Das Gerät generiert eine 24-Wörter-BIP-39-Wiederherstellungsphrase — schreiben Sie diese offline auf und bewahren Sie sie sicher auf.
Optional können Sie eine BIP-39-Passphrase für eine zusätzliche Schutzebene hinzufügen.
Installieren Sie die SafePal App auf iOS oder Android und koppeln Sie das Gerät über Bluetooth oder USB.
Die App unterstützt auch Windows, macOS und Linux.
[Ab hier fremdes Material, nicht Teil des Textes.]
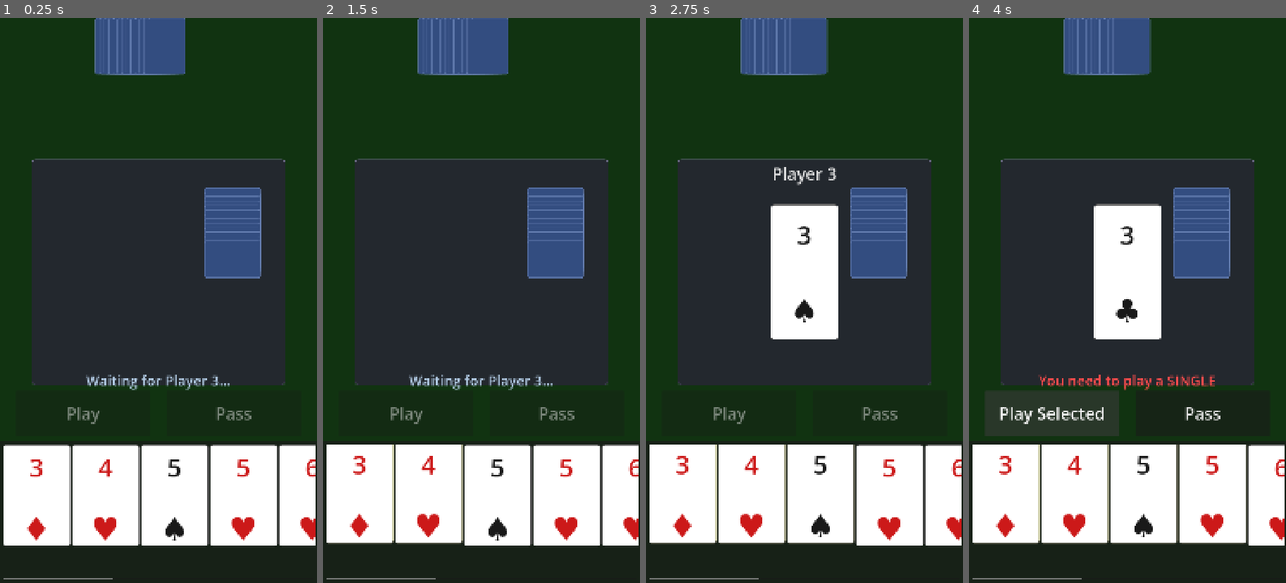
Above: before the commit, frames 1-4 (left to right).
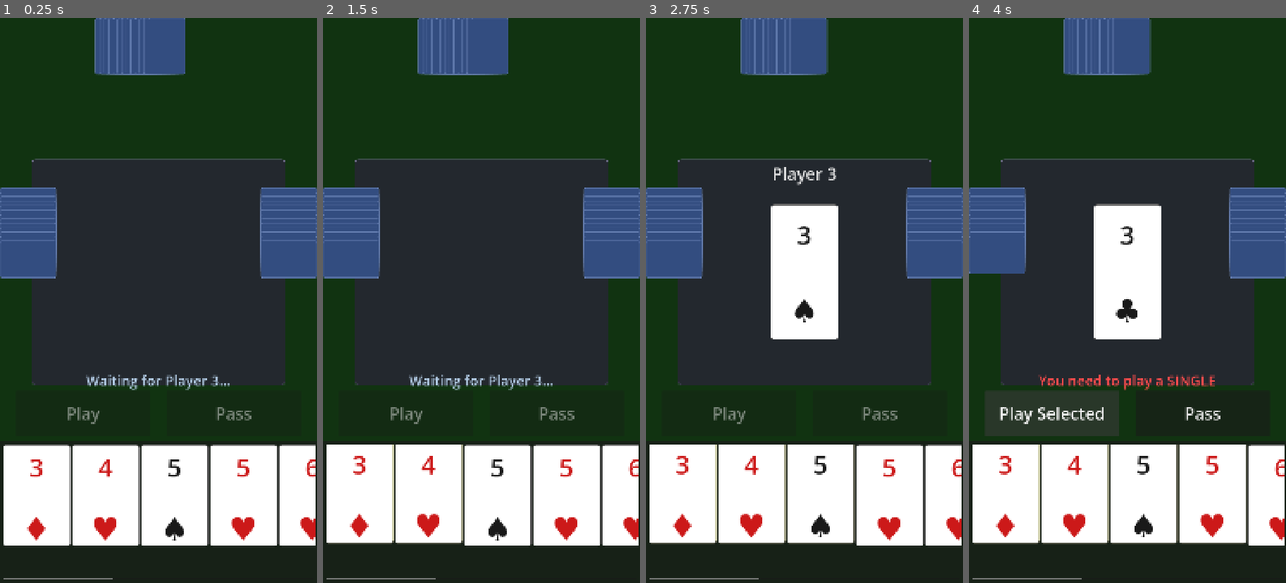
Above: after the commit, the same moments.

Repository: binhrobles/thirteen
Game: Godot game, scene res://scenes/main.tscn
The game is run twice, just before and just after one commit, with the same random seed, the same clock (stepped at 60 frames per second) and the same inputs.
Inputs (mouse positions are in pixels of both pictures, inside the frame that each line leads up to):
- Up to frame 1 (0.25 s): no input
- Up to frame 2 (1.5 s): tap Enter at 0.5 s; move the mouse to (361, 498) at 0.52 s; click (361, 498) at 0.67 s; tap Space at 1.25 s; move the mouse to (427, 498) at 1.27 s; click (427, 498) at 1.42 s
- Up to frame 3 (2.75 s): tap Enter at 2 s; move the mouse to (820, 498) at 2.02 s; click (820, 498) at 2.17 s
- Up to frame 4 (4 s): tap Space at 2.75 s; move the mouse to (1213, 498) at 2.77 s; click (1213, 498) at 2.92 s; click "Play Selected" at 3.5 s

The runs differ from the first frame. In frame 1, 8.6% of the frame differs, in the area x 0-100%, y 30-47%; in frame 2, 8.6%; in frame 3, 8.6%; in frame 4, 8.4%.

Commit message:
Fix rotation positioning: compensate for leftward card extension
Key insight: When rotating 90° CW around top-left, the card's bottom
edge becomes its left edge, extending LEFTWARD from the position.

Corrected positions:
- LEFT: x = card_height (so left edge at 0 after rotation)
- RIGHT: x = size.x (so right edge at size.x after rotation)

Verified with Godot MCP debug output showing correct global positions.

Co-Authored-By: Claude Sonnet 4.5 <noreply@anthropic.com>

Diff:
--- a/scripts/opponent_hand.gd
+++ b/scripts/opponent_hand.gd
@@ -143,19 +143,21 @@
 			# Vertical layout (left/right) - rotate 90 degrees
 			card_back.rotation_degrees = 90
 
-			# When rotating 90° clockwise around top-left (0,0):
-			# After rotation, card occupies x: [position.x] to [position.x + card_height]
-			# So: left_edge = position.x, right_edge = position.x + card_height
+			# When rotating 90° CW around top-left (0,0):
+			# The card's BOTTOM edge becomes its LEFT edge (extends leftward from position)
+			# Original: TL(0,0) -> TR(w,0) -> BR(w,h) -> BL(0,h)
+			# After:    TL(0,0) -> TR(0,-w) -> BR(h,-w) -> BL(h,0)
+			# Visual: extends from x=[pos.x-h] to x=[pos.x], y=[pos.y-w] to y=[pos.y]
 
 			var y_pos: float = i * overlap
 
 			if position_mode == Position.RIGHT:
-				# Right edge should be at size.x, so: position.x + card_height = size.x
-				var x_pos: float = size.x - card_height
+				# Want: right edge at size.x, so: position.x = size.x
+				var x_pos: float = size.x
 				card_back.position = Vector2(x_pos, y_pos)
 			else:  # Position.LEFT
-				# Left edge should be at 0, so: position.x = 0
-				var x_pos: float = 0
+				# Want: left edge at 0, so: position.x - card_height = 0, position.x = card_height
+				var x_pos: float = card_height
 				card_back.position = Vector2(x_pos, y_pos)
 
 		card_backs.append(card_back)

Der gesamte Prozess dauert in der Regel weniger als 10 Minuten.
Hat der SafePal X1 bekannte Sicherheitslücken oder Bedenken?
Zum Zeitpunkt der Erstellung dieses Textes wurden keine kritischen öffentlichen Exploits für den SafePal X1 offengelegt. Die wichtigste dokumentierte Sorge ist das Fehlen von reproduzierbaren Builds, was bedeutet, dass die Community die Integrität der Firmware nicht vollständig unabhängig überprüfen kann. Außerdem erweitert die Bluetooth-Konnektivität, obwohl sie praktisch ist, theoretisch die Angriffsfläche im Vergleich zu luftisolierten Geräten. SafePal hat Sicherheitsprüfungen veröffentlicht und unterhält ein Open-Source-Repository, das eine fortlaufende Überprüfung durch die Community ermöglicht. Wie bei jedem Hardware-Wallet bleibt die physische Sicherheit des Geräts und das Offline-Backup Ihrer Wiederherstellungsphrase der wichtigste Faktor in der Praxis.